As a student of history and debating philosophies, I view the school’s attempts to control our language as an argument based off of the concept of “Critical Discourse Analysis.” This theory posits that the language one uses to refer to places, people and things affects the view one has toward those things. Thus, in the eyes of the university, it would be logical to claim that referring to the cluster of student houses as “The Ghetto” would have all of the negative effects they claim it does.
But does it actually?
The problem with CDA, which the university ignores, is that the theory does not take into account the history of the area and the reasons why the students feel such affection toward this name. If you look at the history of the Ghetto, it has never been an actual ghetto by the definition of the term. Until the mid-1870s, the area was owned by local hero John Patterson, when it was divided between National Cash Register worker housing and suburban housing. Known as the town of Babbitt (after one of the primary four owners of the land), it was upper-middle class housing for the time and included the four streets of Lowes, Kiefaber, Hughes (now Stonemill) and Wead (now Lawnview). NCR used it as housing for its workers, and it continued to be a middle-class neighborhood even after annexation by the city of Dayton in 1906. The university’s student housing plan didn’t begin until the 1950s, overtaking the previously middle-class working population by the 1970s. Knowing and remembering all of this history is very important before even considering trying to alter what the population of this area has called it. There have been other attempts to change the name, such as to “The Village” in the 1960s, but these have failed due to the students’ lack of enthusiasm.
This indifference toward name change isn’t from any sort of apathy on the part of the students or from there being much in the way of simple administration resentment. No, the students simply have grown to love the Ghetto because of their time here. Everyone who ever talks about the Ghetto remembers their first experience there, when they, scared and wandering around with a group of people they probably just met, found that every person they saw was smiling at them and welcoming them generously into their homes. The student body loves the Ghetto as a whole, and this love extends to its name, overcoming any possible resentment for the definition of the name. This is why the university has failed to change the name in the past and, I suspect, will continue to fail.
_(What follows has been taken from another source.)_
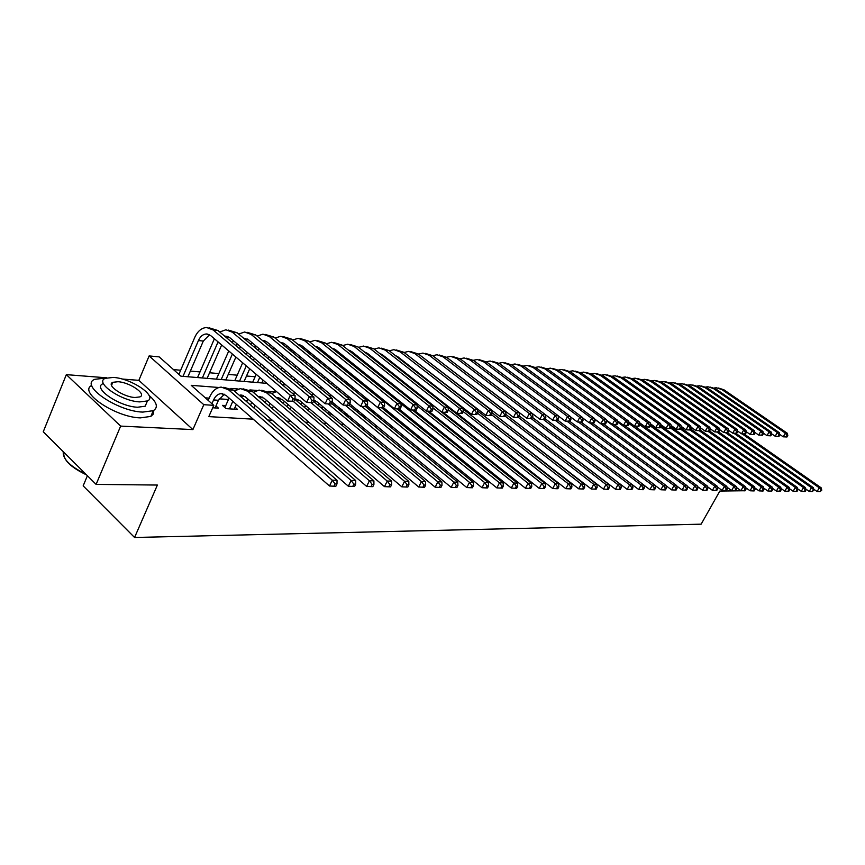 <?xml version="1.0" encoding="UTF-8"?>
<svg xmlns="http://www.w3.org/2000/svg" width="865" height="865" viewBox="0 0 865 865"><rect width="100%" height="100%" fill="white"/><g stroke="black" fill="none" stroke-linecap="round" stroke-linejoin="round"><path stroke-width="1.3" d="M87.397 475.728L83.159 485.871L134.572 537.489L701.137 524.168L719.842 491.05L742.949 490.758M134.572 537.489L157.387 485.049L96.102 484.4L43.25 431.786L66.335 374.642L120.646 426.099L192.895 429.591L203.794 404.69L149.126 355.926L159.16 356.877L180.893 376.167L266.842 383.357M192.895 429.591L138.854 380.351L122.03 379.021M106.654 377.81L66.335 374.642M138.854 380.351L149.126 355.926M398.268 389.293L397.392 389.218M383.238 387.985L381.206 387.801M366.901 386.547L364.608 386.352M350.152 385.087L347.579 384.86M332.971 383.573L331.209 383.422M255.121 376.762L246.503 376.005M237.205 375.183L228.263 374.404M218.845 373.583L209.557 372.761M199.999 371.928L190.354 371.085M180.666 370.231L173.497 369.604M96.102 484.4L120.646 426.099M535.597 428.413L534.17 427.094M510.155 426.78L510.804 426.823M497.007 425.948L497.829 426.002M483.557 425.083L484.551 425.147M469.803 424.207L470.982 424.282M455.725 423.309L457.098 423.396M441.301 422.39L442.891 422.488M427.018 420.498L426.553 421.45L428.348 421.558M411.437 420.476L413.459 420.606M395.943 419.493L398.214 419.633M380.081 418.476L382.589 418.638M362.965 414.638L360.759 414.486L364.381 417.471L366.576 417.611M346.541 413.546L344.93 413.448L348.563 416.465L350.163 416.562M329.695 412.443L328.7 412.378L333.339 415.492M312.416 411.297L316.082 414.389M225.754 405.588L222.424 405.361L226.133 408.648L237.507 409.372L235.075 407.231M218.91 387.498L191.23 385.336L213.774 405.339L208.811 416.616L253.207 419.179M267.739 420.012L272.334 420.282M286.715 421.114L290.964 421.352M305.172 422.174L309.097 422.401M323.153 423.212L326.775 423.418M340.669 424.218L343.989 424.412M357.742 425.212L360.77 425.385M374.383 426.164L377.14 426.326M390.602 427.105L393.099 427.245M406.431 428.013L408.68 428.143M421.861 428.91L423.882 429.018M436.933 429.775L438.728 429.883M451.638 430.619L453.217 430.716M466.008 431.451L467.381 431.527M480.043 432.262L481.221 432.327M493.753 433.051L494.737 433.106M507.15 433.819L507.96 433.873M520.243 434.576L520.881 434.619M265.512 402.084L264.549 402.02M247.228 400.798L245.498 400.679M228.457 399.479L219.18 398.83M209.189 398.127L205.34 397.857M212.693 407.783L218.456 408.161L215.947 405.934M378.892 415.687L376.47 415.524M393.932 416.681L392.353 416.573M408.637 417.644L407.858 417.59M422.996 418.595L423.461 417.644M213.774 405.339L203.794 404.69M282.087 384.633L285.915 384.957M300.988 386.212L304.48 386.504M319.39 387.758L322.558 388.017M337.307 389.25L340.172 389.499M354.758 390.71L357.321 390.926M371.755 392.137L374.048 392.332M388.331 393.521L390.353 393.694M404.485 394.873L406.247 395.024M420.239 396.192L421.752 396.321M435.603 397.478L436.89 397.586M450.6 398.733L451.671 398.819M465.229 399.954L466.094 400.03M479.524 401.155L480.183 401.209M475.782 407.545L474.928 407.48M461.402 406.431L460.331 406.345M446.675 405.274L445.389 405.177M431.581 404.096L430.802 404.042M292.921 393.272L292.251 393.218M275.135 391.888L268.474 391.369M256.883 390.461L249.888 389.92M238.145 389.001L230.804 388.428M215.071 407.945L218.445 400.29L224.37 394.256M211.925 403.706L213.579 399.954C215.396 396.062 217.904 393.943 221.094 393.597L226.057 395.402L329.5 486.011L332.268 480.183L228.544 389.769L221.17 387.088C216.347 387.596 212.574 390.785 209.838 396.646L208.195 400.398M335.079 483.881L333.966 486.217L335.869 486.238L336.982 483.913L335.079 483.881L332.268 480.183L337.026 480.259L233.388 390.147L223.765 387.293M337.026 480.259L336.982 483.913M333.966 486.217L329.5 486.011M293.927 401.36L294.987 399.035L293.062 398.895L292.002 401.219L293.927 401.36L287.656 401.057L290.305 395.251L213.147 329.976L206.638 327.511C201.588 327.846 197.631 331.133 194.766 337.372L178.882 374.383M183.023 376.351L198.442 340.529C200.345 336.388 202.972 334.204 206.313 333.966L210.703 335.62L287.656 401.057L292.002 401.219M187.91 376.762L203.307 341.059L209.492 334.787M293.062 398.895L290.305 395.251L295.095 395.619L218.002 330.538L209.006 327.792M295.095 395.619L294.987 399.035M86.554 474.896C71.135 467.522 63.534 460.277 63.729 453.152M63.221 452.2C62.961 459.304 70.476 466.603 85.754 474.096M106.027 378.005L94.739 379.324C79.256 385.195 117.413 411.437 142.801 412.097L153.278 410.68C158.446 407.491 157.041 402.409 149.072 395.446M91.755 385.422C77.882 391.975 115.564 417.341 140.346 417.882L150.834 416.411L153.505 413.892L153.775 410.41M147.18 401.533L145.19 406.226L137.567 407.231C119.284 406.691 91.971 387.92 103.043 383.649M113.293 377.421L105.238 378.34C94.188 382.535 121.543 401.295 139.816 401.901L147.439 400.928C158.111 396.527 131.556 378.351 113.293 377.421M135.037 397.5L140 396.873C146.92 394.062 129.718 382.287 117.943 381.714L112.807 382.319C105.725 385.044 123.263 397.067 135.037 397.5M234.21 409.167L236.329 404.398M229.474 408.864L232.815 401.317M229.084 398.051L224.889 407.545M239.194 395.197L245.271 396.797L348.346 486.227L351.093 480.486L247.747 391.25L240.405 388.59L234.361 390.991M241.151 396.894L243.53 395.651M353.861 484.13L352.758 486.422L354.607 486.444L355.71 484.151L353.861 484.13L351.093 480.486L355.72 480.551L252.472 391.618L242.989 388.796M355.72 480.551L355.71 484.151M352.758 486.422L348.346 486.227M253.91 407.999L255.11 405.339M250.493 405.025L251.693 402.366M247.974 399.143L246.785 401.793M258.17 396.527L263.987 398.17L366.663 486.433L369.398 480.767L266.452 392.688L259.132 390.061L253.272 392.31M259.987 398.095L262.203 397.003M372.123 484.368L371.031 486.627L372.826 486.649L373.929 484.389L372.123 484.368L369.398 480.767L373.896 480.843L271.048 393.045L261.706 390.266M373.896 480.843L373.929 484.389M371.031 486.627L366.663 486.433M272.302 408.702L273.405 406.258M268.972 405.826L270.075 403.404M266.366 400.214L265.263 402.636M276.649 397.824L282.217 399.5L384.493 486.627L387.217 481.048L293.257 401.382M278.346 399.273L280.39 398.322M389.888 484.595L388.807 486.822L390.558 486.844L391.64 484.616L389.888 484.595L387.217 481.048L391.586 481.113L294.868 399.284M276.508 391.586L271.686 393.597M391.586 481.113L391.64 484.616M388.807 486.822L384.493 486.627M290.218 409.404L291.235 407.177M286.964 406.637L288.002 404.42M284.293 401.274L283.277 403.479M294.965 399.079L299.982 400.798L401.836 486.833L404.539 481.318L311.097 402.755M296.23 400.43L298.111 399.619M407.177 484.822L406.096 487.017L407.804 487.038L408.886 484.843L407.177 484.822L404.539 481.318L408.799 481.383L313.444 401.371M295.322 392.883L292.478 393.413M408.799 481.383L408.886 484.843M406.096 487.017L401.836 486.833M214.39 338.766L197.555 377.562M202.356 377.962L218.067 341.891M207.113 378.362L221.678 344.951M224.738 336.226L229.949 337.804L306.653 402.43L309.292 396.711L232.382 332.225L225.895 329.781L219.721 331.998M226.673 337.858L228.695 336.939M312.816 402.722L306.653 402.43L312.816 402.722L313.876 400.441L312.016 400.3L310.957 402.593M312.016 400.3L309.292 396.711L313.963 397.067L237.118 332.776L228.263 330.062M313.963 397.067L313.876 400.441L317.304 402.063L418.725 487.017L421.417 481.589L328.376 403.998M233.301 340.626L232.371 342.681M228.749 350.963L216.401 379.14M221.202 379.54L232.382 354.066M236.026 345.762L236.967 343.719M225.83 379.93L235.896 357.05M239.562 348.736L240.47 346.67M243.746 338.334L248.698 339.913L325.143 403.76L327.77 398.116L251.12 334.42L244.654 331.998L238.654 334.074M245.541 339.826L247.401 339.037M331.209 404.052L325.143 403.76L331.209 404.052L332.257 401.793L330.441 401.663L329.392 403.923M330.441 401.663L327.77 398.116L332.311 398.473L255.737 334.96L247.012 332.279M332.311 398.473L332.257 401.793M251.726 342.443L250.872 344.292M247.282 352.401L246.363 354.488M242.676 362.813L234.783 380.676M239.562 381.076L246.298 365.884M249.996 357.548L250.915 355.461M254.515 347.341L255.391 345.503M244.081 381.454L249.704 368.793M253.413 360.435L254.342 358.348M257.965 350.217L258.786 348.346M262.279 340.388L266.971 341.978L343.146 405.058L345.751 399.5L269.383 336.561L262.928 334.16L257.1 336.096M263.933 341.762L265.62 341.091M349.114 405.35L343.146 405.058L349.114 405.35L350.152 403.122L348.39 402.993L347.341 405.22M348.39 402.993L345.751 399.5L350.174 399.835L273.881 337.08L265.285 334.441M350.174 399.835L350.152 403.122M269.696 344.238L268.907 345.881M265.35 353.828L264.517 355.699M260.873 363.862L259.943 365.949M256.202 374.318L252.699 382.179M257.467 382.579L259.792 377.367M263.544 368.987L264.485 366.89M268.139 358.726L268.972 356.856M272.54 348.898L273.351 347.265M261.868 382.946L263.111 380.189M266.874 371.799L267.815 369.701M271.48 361.527L272.324 359.645M275.892 351.677L276.649 350.001M280.346 342.399L284.78 344L360.662 406.323L363.268 400.841L287.18 338.647L280.747 336.269L275.081 338.074M281.86 343.654L283.385 343.091M366.544 406.604L360.662 406.323L366.544 406.604L367.582 404.409L365.863 404.279L364.814 406.485M365.863 404.279L363.268 400.841L367.571 401.165L291.559 339.156L283.093 336.55M367.571 401.165L367.582 404.409M307.68 410.118L308.621 408.085M304.512 407.437L305.475 405.425M301.777 402.312L300.825 404.323M313.681 401.576L315.39 400.873M424.012 485.038L422.931 487.211L424.596 487.222L425.667 485.06L424.012 485.038L421.417 481.589L425.558 481.654L331.522 403.382M313.768 394.267L310.87 394.472M425.558 481.654L425.667 485.06M422.931 487.211L418.725 487.017M282.974 355.234L282.217 356.921M278.617 364.9L277.773 366.792M274.075 374.978L273.135 377.075M276.703 380.092L277.654 377.994M281.363 369.788L282.206 367.906M285.818 359.916L286.585 358.229M279.936 382.827L280.887 380.719M284.607 372.512L285.461 370.62M289.083 362.619L289.851 360.932M293.376 353.125L294.057 351.623M290.099 350.433L290.867 348.995M299.387 344.562L297.993 344.4L302.144 345.957L377.735 407.556L380.319 402.139L304.534 340.669L298.122 338.323L292.619 340.021M299.355 345.503L300.706 345.038M383.519 407.837L377.735 407.556L383.519 407.837L384.557 405.663L382.871 405.544L381.843 407.707M382.871 405.544L380.319 402.139L384.514 402.463L308.805 341.178L300.469 338.604M287.212 345.989L286.477 347.449M384.514 402.463L384.557 405.663M324.71 410.832L325.564 408.983M321.618 408.237L322.515 406.42M318.828 403.339L317.952 405.155M332.138 402.063L435.171 487.2L437.841 481.837L345.221 405.209M440.404 485.243L439.334 487.395L440.945 487.406L442.015 485.265L440.404 485.243L437.841 481.837L441.885 481.902L349.125 405.317M331.922 395.77L328.873 395.619M441.885 481.902L442.015 485.265M439.334 487.395L435.171 487.2M300.155 356.629L299.474 358.132M295.917 365.96L295.149 367.647M291.505 375.67L290.64 377.562M294.208 380.546L295.073 378.643M298.728 370.62L299.495 368.923M303.064 361.094L303.756 359.581M297.365 383.184L298.23 381.281M301.896 373.248L302.674 371.55M306.253 363.711L306.945 362.197M310.438 354.553L311.043 353.212M307.237 351.947L307.951 350.693M315.163 346.314L319.077 347.871L394.364 408.756L396.938 403.414L321.466 342.659L315.076 340.323L309.724 341.913M316.406 347.33L317.606 346.941M400.062 409.026L394.364 408.756L400.062 409.026L401.09 406.896L399.457 406.766L398.43 408.907M399.457 406.766L396.938 403.414L401.025 403.728L325.629 343.146L317.401 340.605M304.296 347.719L303.626 348.995M401.025 403.728L401.09 406.896M341.318 411.545L342.108 409.869M338.302 409.026L339.134 407.404M335.458 404.344L334.647 405.988M331.09 413.6L330.83 414.151M349.806 403.868L451.184 487.384L453.844 482.097L361.646 406.399M456.363 485.46L455.304 487.568L456.882 487.59L457.942 485.47L456.363 485.46L453.844 482.097L457.78 482.151L365.614 406.626M349.936 397.522L346.551 396.862M457.78 482.151L457.942 485.47M455.304 487.568L451.184 487.384M316.914 358.002L316.309 359.343M312.795 367.009L312.103 368.522M308.502 376.372L307.724 378.07M311.27 381.022L312.06 379.324M315.671 371.453L316.363 369.939M319.888 362.262L320.504 360.921M314.352 383.573L315.141 381.876M318.763 374.004L319.466 372.48M323.002 364.803L323.618 363.462M327.067 355.958L327.619 354.78M323.964 353.45L324.613 352.358M331.944 348.217L335.598 349.741L410.572 409.924L413.135 404.647L337.977 344.584L331.609 342.281L326.408 343.773M333.057 349.114L334.095 348.8M416.184 410.194L410.572 409.924L416.184 410.194L417.211 408.085L415.611 407.966L414.595 410.075M415.611 407.966L413.135 404.647L417.114 404.95L342.043 345.07L333.933 342.562M320.969 349.406L320.364 350.53M417.114 404.95L417.211 408.085M357.526 412.248L358.24 410.745M354.574 409.815L355.364 408.367M351.698 405.339L350.941 406.81M347.416 414.281L346.995 415.168M366.911 405.815L466.797 487.557L469.446 482.335L369.139 400.603L363.981 398.235M471.922 485.654L470.863 487.741L472.398 487.763L473.458 485.676L471.922 485.654L469.446 482.335L473.274 482.4L381.627 407.837M366.533 398.43L364.511 398.332M473.274 482.4L473.458 485.676M470.863 487.741L466.797 487.557M333.285 359.364L332.733 360.543M329.262 368.058L328.635 369.398M325.078 377.097L324.375 378.621M320.731 386.504L320.126 387.823M327.921 381.53L328.624 380.016M332.192 372.307L332.82 370.955M336.301 363.43L336.853 362.251M330.927 384.006L331.641 382.492M335.22 374.772L335.847 373.421M339.339 365.895L339.891 364.706M343.308 357.353L343.783 356.315L341.772 356.121M340.291 354.931L340.886 353.98M348.325 350.076L351.72 351.558L426.38 411.07L428.921 405.858L354.088 346.476L347.752 344.194L342.691 345.578M349.298 350.855L350.184 350.617M431.905 411.329L426.38 411.07L431.905 411.329L432.922 409.242L431.375 409.134L430.348 411.221M431.375 409.134L428.921 405.858L432.814 406.15L358.056 346.941L350.065 344.465M337.242 351.06L336.701 352.033M432.814 406.15L432.922 409.242M373.345 412.962L373.994 411.599M363.354 414.962L362.781 416.162M370.469 410.605L371.204 409.318M383.563 407.739L482.01 487.73L484.649 482.573L384.817 401.803L381.303 399.857M487.092 485.849L486.043 487.914L487.536 487.936L488.595 485.871L487.092 485.849L484.649 482.573L488.39 482.638L397.176 408.961M383.195 399.727L381.011 399.63M367.539 406.323L366.836 407.631M488.39 482.638L488.595 485.871M486.043 487.914L482.01 487.73M388.785 413.665L389.369 412.454M378.913 415.632L378.264 416.995M385.985 411.383L386.666 410.259M399.122 409.048L496.856 487.903L499.473 482.811L399.684 402.647M501.884 486.043L500.835 488.076L502.295 488.098L503.344 486.065L501.884 486.043L499.473 482.811L503.116 482.865L412.356 410.053M399.619 401.133L397.457 400.852M382.687 407.848L382.362 408.442M503.116 482.865L503.344 486.065M500.835 488.076L496.856 487.903M403.868 414.367L404.387 413.286M394.116 416.303L393.532 417.525M401.144 412.162L401.771 411.178M414.162 410.183L511.334 488.065L513.929 483.038L417.146 405.793M516.308 486.227L515.27 488.238L516.697 488.26L517.735 486.249L516.308 486.227L513.929 483.038L517.486 483.092L427.169 411.124M415.979 402.776L413.567 402.117M517.486 483.092L517.735 486.249M515.27 488.238L511.334 488.065M418.595 415.07L419.06 414.119M412.205 420.531L412.529 419.86M408.961 416.973L408.431 418.055M415.946 412.94L416.519 412.086M428.77 411.243L525.455 488.228L528.039 483.254L432.868 407.793M530.386 486.411L529.348 488.401L530.742 488.411L531.78 486.433L530.386 486.411L528.039 483.254L531.51 483.308L433.279 405.544L429.559 403.587M531.51 483.308L531.78 486.433M529.348 488.401L525.455 488.228M432.987 415.762L433.397 414.93M430.424 413.719L430.943 412.973M443.042 412.27L539.241 488.379L541.804 483.47L448.232 409.74M544.128 486.595L543.101 488.552L544.453 488.574L545.48 486.606L544.128 486.595L541.804 483.47L545.199 483.524L445.962 405.62M545.199 483.524L545.48 486.606M543.101 488.552L539.241 488.379M447.054 416.443L447.421 415.741M440.772 421.958L441.182 421.125M437.636 418.303L437.225 419.136M444.578 414.486L445.043 413.859M452.709 410.756L454.59 411.502M456.99 413.275L552.703 488.53L555.254 483.676L463.175 411.567M557.536 486.768L556.519 488.703L557.838 488.714L558.866 486.779L557.536 486.768L555.254 483.676L558.563 483.73L463.089 409.08M447.443 405.89L446.827 406.161M558.563 483.73L558.866 486.779M556.519 488.703L552.703 488.53M460.807 417.135L461.121 416.53M454.666 422.477L455.022 421.752M451.498 418.963L451.141 419.676M466.613 411.827L565.84 488.682L568.381 483.881L477.512 413.156M570.64 486.93L569.624 488.855L570.911 488.866L571.927 486.952L570.64 486.93L568.381 483.881L571.614 483.935L477.707 410.94M461.769 406.712L461.11 406.95M571.614 483.935L571.927 486.952M569.624 488.855L565.84 488.682M468.246 422.985L468.56 422.38M465.046 419.611L464.743 420.228M480.216 412.897L578.685 488.833L581.204 484.086L491.525 414.681M583.432 487.103L582.426 488.995L583.68 489.006L584.697 487.114L583.432 487.103L581.204 484.086L584.362 484.141L492.001 412.746M475.793 407.556L475.231 407.729M584.362 484.141L584.697 487.114M582.426 488.995L578.685 488.833M493.547 413.946L591.227 488.974L593.736 484.281L505.214 416.151M595.931 487.265L594.925 489.136L596.169 489.147L597.174 487.276L595.931 487.265L593.736 484.281L596.828 484.335L505.96 414.497M596.828 484.335L597.174 487.276M594.925 489.136L591.227 488.974M506.62 415.005L603.489 489.103L605.987 484.476L518.589 417.579L519.562 415.654L518.211 415.557L517.227 417.492L518.578 417.59L513.496 417.352L515.962 412.519L443.172 356.91L436.998 354.747L432.716 355.688L425.223 353.353M608.149 487.417L607.154 489.276L608.365 489.287L609.36 487.438L608.149 487.417L605.987 484.476L609.003 484.519L519.378 416.011M609.003 484.519L609.36 487.438M607.154 489.276L603.489 489.103M519.454 416.065L615.48 489.244L617.956 484.66L531.132 418.552M620.097 487.579L619.113 489.406L620.291 489.417L621.275 487.59L620.097 487.579L617.956 484.66L620.908 484.714L532.429 417.427M620.908 484.714L621.275 487.59M619.113 489.406L615.48 489.244M532.462 417.384L627.201 489.374L629.666 484.843L543.393 419.493M631.785 487.719L630.801 489.536L631.947 489.547L632.931 487.741L631.785 487.719L629.666 484.843L632.553 484.887L545.199 418.801M632.553 484.887L632.931 487.741M630.801 489.536L627.201 489.374M349.255 360.694L348.768 361.732M345.33 369.106L344.778 370.296M341.264 377.843L340.637 379.194M337.036 386.914L336.323 388.45M344.173 382.071L344.8 380.719M348.325 373.161L348.876 371.972M352.325 364.598L352.812 363.56M347.114 384.471L347.741 383.119M351.276 375.561L351.839 374.372M355.299 366.976L355.775 365.938M359.159 358.716L359.581 357.829M356.239 356.391L356.769 355.58M364.338 351.914L367.463 353.342L441.799 412.183L444.329 407.037L369.82 348.314L363.505 346.054L358.586 347.362M365.171 352.574L365.895 352.39M447.237 412.432L441.799 412.183L447.237 412.432L448.254 410.378L446.74 410.269L445.724 412.324M446.74 410.269L444.329 407.037L448.124 407.329L373.691 348.768L365.808 346.324M353.136 352.693L352.65 353.525M448.124 407.329L448.254 410.378M364.846 362.024L364.425 362.922M361.029 370.155L360.543 371.193M357.061 378.6L356.51 379.789M352.952 387.358L352.315 388.72M356.164 390.829L356.456 390.223M360.024 382.633L360.586 381.443M364.068 374.037L364.565 372.988M367.971 365.744L368.393 364.846M362.9 384.968L363.462 383.768M366.955 376.351L367.452 375.313M370.869 368.058L371.29 367.16M374.632 360.067L374.999 359.31M371.809 357.84L372.285 357.159M379.973 353.709L382.838 355.082L456.839 413.265L459.358 408.183L385.185 350.12L378.892 347.871L374.113 349.092M380.665 354.25L381.238 354.12M462.202 413.513L456.839 413.265L462.202 413.513L463.207 411.491L461.737 411.383L460.721 413.416M461.737 411.383L459.358 408.183L463.056 408.464L388.969 350.563L381.184 348.141M368.652 354.282L368.22 354.996M463.056 408.464L463.207 411.491M380.081 363.322L379.713 364.089M376.351 371.193L375.929 372.101M372.491 379.357L372.004 380.405M368.49 387.834L367.917 389.023M371.409 391.856L371.982 390.656M375.507 383.217L376.005 382.179M379.454 374.902L379.876 374.004M383.249 366.89L383.617 366.122M378.319 385.476L378.816 384.438M382.276 377.162L382.698 376.253M386.082 369.139L386.45 368.371M389.747 361.408L390.072 360.77M387.023 359.256L387.433 358.694M395.273 355.483L397.846 356.78L471.512 414.324L474.02 409.307L400.181 351.871L393.921 349.655L389.272 350.801M476.81 414.573L471.512 414.324L476.81 414.573L477.804 412.573L476.366 412.464L475.361 414.465M476.366 412.464L474.02 409.307L477.631 409.578L403.879 352.304L396.202 349.925M383.811 355.85L383.444 356.434M477.631 409.578L477.804 412.573M394.959 364.608L394.645 365.257M391.326 372.231L390.958 372.999M387.563 380.135L387.131 381.032M383.66 388.32L383.163 389.369M386.644 392.169L387.142 391.121M390.623 383.822L391.056 382.914M394.472 375.778L394.84 375.01M398.17 368.025L398.484 367.376M393.38 386.017L393.813 385.109M397.23 377.973L397.597 377.194M400.938 370.209L401.252 369.56M410.226 357.234L485.838 415.362L488.336 410.399L414.843 353.59L408.615 351.385L404.085 352.466M491.061 415.6L485.838 415.362L491.061 415.6L492.055 413.621L490.65 413.524L489.644 415.503M490.65 413.524L488.336 410.399L491.861 410.67L418.455 354.012L410.886 351.655M491.861 410.67L492.055 413.621M409.502 365.873L409.242 366.414M405.955 373.258L405.653 373.907M402.29 380.914L401.922 381.681M398.484 388.839L398.051 389.747M401.522 392.515L401.955 391.607M405.404 384.438L405.772 383.671M409.145 376.664L409.459 376.016M404.204 394.645L404.636 393.737M408.085 386.568L408.464 385.801M411.837 378.784L412.151 378.135M424.877 358.964L499.829 416.368L502.305 411.47L429.17 355.266L422.963 353.082L418.563 354.099M504.976 416.606L499.829 416.368L504.976 416.606L505.971 414.649L504.598 414.551L503.603 416.508M504.598 414.551L502.305 411.47L505.755 411.729L432.705 355.677L429.17 355.266M505.755 411.729L505.971 414.649M416.681 381.692L416.368 382.341M412.973 389.369L412.605 390.147M416.054 392.883L416.433 392.104M419.839 385.076L420.152 384.417M423.482 377.54L423.742 376.999M418.682 394.959L419.06 394.18M422.466 387.142L422.78 386.493M426.121 379.605L426.38 379.065M439.225 360.683L513.496 417.352L517.227 417.492M518.211 415.557L515.962 412.519L519.324 412.767L446.632 357.31L439.247 355.007M519.324 412.767L519.562 415.654M430.748 382.481L430.489 383.022M427.137 389.91L426.823 390.569M430.262 393.272L430.586 392.624M432.824 395.294L433.149 394.645M453.314 362.403L526.85 418.314L529.304 413.535L456.871 358.51L450.719 356.369L446.556 357.256M531.856 418.552L526.85 418.314L531.856 418.552L532.84 416.638L531.521 416.541L530.548 418.455M531.521 416.541L529.304 413.535L532.591 413.784L460.245 358.899L452.957 356.629M532.591 413.784L532.84 416.638M440.988 390.472L440.718 391.012M444.156 393.694L444.415 393.153M446.664 395.662L446.924 395.121M467.219 364.187L539.901 419.266L542.333 414.53L470.257 360.078L464.137 357.948L460.094 358.791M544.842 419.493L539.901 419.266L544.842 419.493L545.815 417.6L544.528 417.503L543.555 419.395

For my part, I will certainly continue using the name I know for one of the most welcoming aspects of the university, as it is one of my favorite aspects of the campus as a community.
I believe that if the university is really trying to foster community, then they should be working toward building the community ideal already in place into something healthy for all students, instead of focusing on trying and failing to change the name of the Ghetto.